Gil Roth, president, Pharma and Biopharma Outsourcing Association (PBOA), says it’s too early to make definitive predictions about the effect Trump’s administration will have on the U.S. healthcare and the contract development and manufacturing organization (CDMO) sectors, especially given his recent commitment to bring-down drug prices, which was post election and contains no specific granularity as of yet. However, with a preference for protectionist strategies, a change in tax status for overseas revenues could well trigger a spate of reinvestment in U.S. facilities by big pharma as well as greater domestic merger and acquisition (M&A) activity.

“Some of the President Trump’s statements on immigration could become problematic if they keep high-value scientific personnel from coming to the U.S.,” said Mr.
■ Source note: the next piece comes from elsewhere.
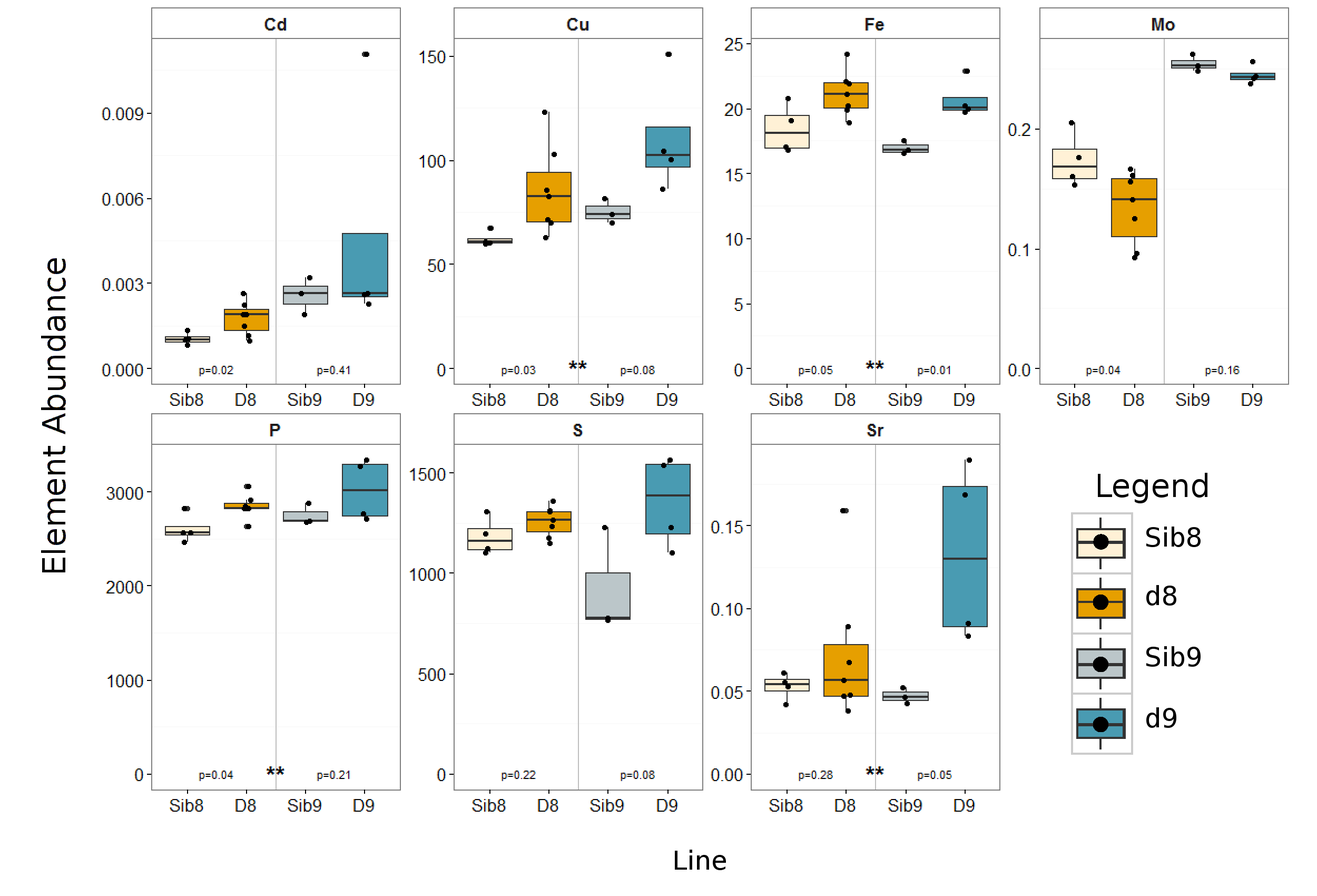
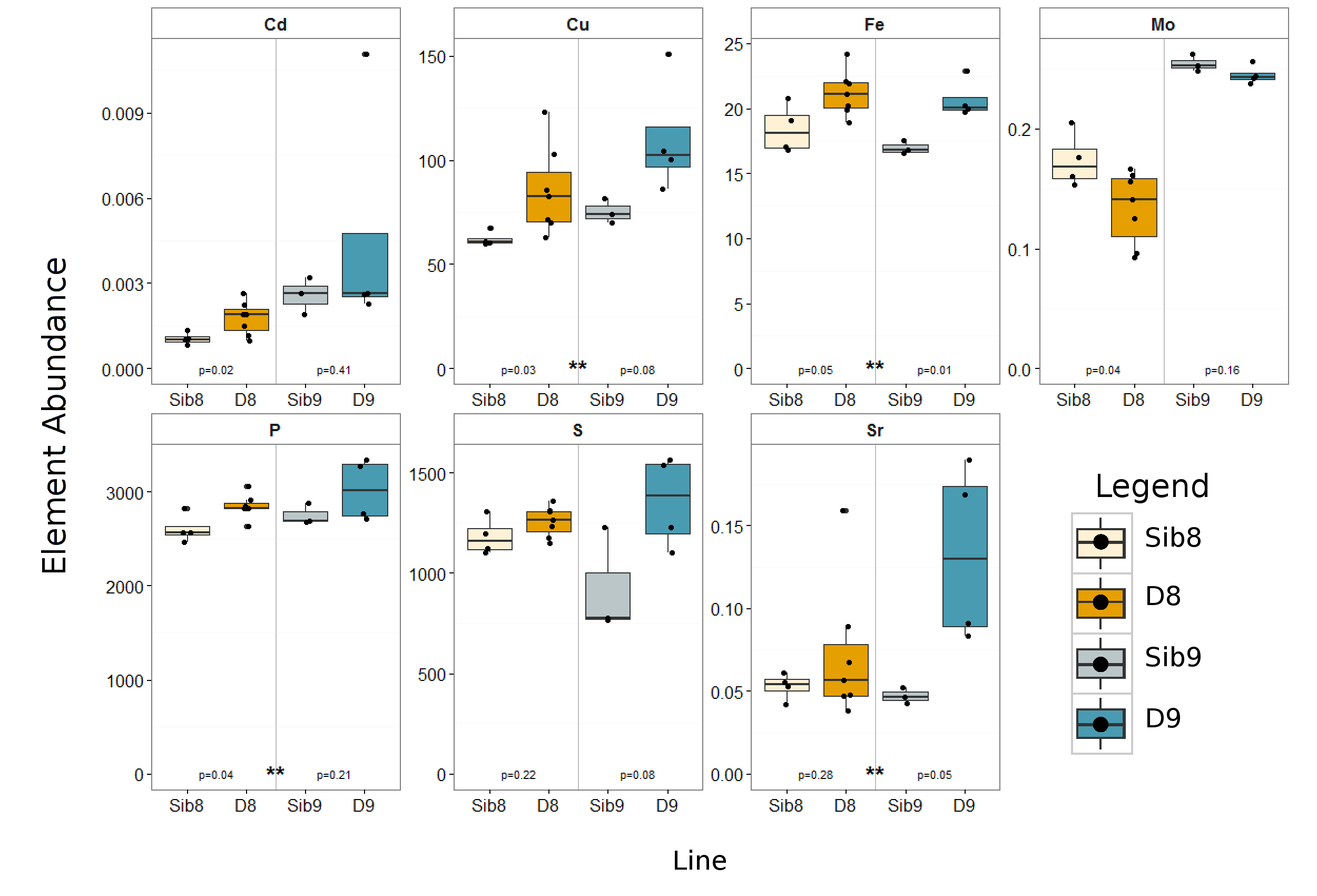
Layers edited between the first and the second (1317, 896) image:
renamed "d9" to "D9", painted on it over [1146, 706, 1181, 728]
renamed "d8" to "D8", painted on it over [1146, 584, 1181, 606]

Roth. “His appointment for FDA Commissioner could shape policy there in ways that benefit or hinder pharma and CMOs. Congress’ path to repeal and replace the Affordable Care Act leads through a minefield. It’s all too vague at this point.”

The overall pharma industry is in very good health as we enter 2017 and CPhI’s experts highlight a number of good opportunities that should sustain growth in the near- and medium-term, according to Chris Kilbee, group director pharma, UBM EMEA. “Innovation in our industry is also reaching new levels and technologies that have been in their infancy in recent years look well set to permeate through the supply chain,” he said. “Collaboration, supply chain control and partnering will remain essential to the sector’s health and we expect to welcome wider audiences and newer exhibitors to CPhI events throughout the globe.”

2017 Pharma Trends Highlights
• The Good: Orphan drugs, developing world sales and continuous manufacturing to push on in 2017.
• The Bad: Affordability will remain a concern for sustained revenue growth.
• The Donald: The effect his administration will have on the world’s largest pharma economy and the wider implications for the global manufacturing industry is still unclear.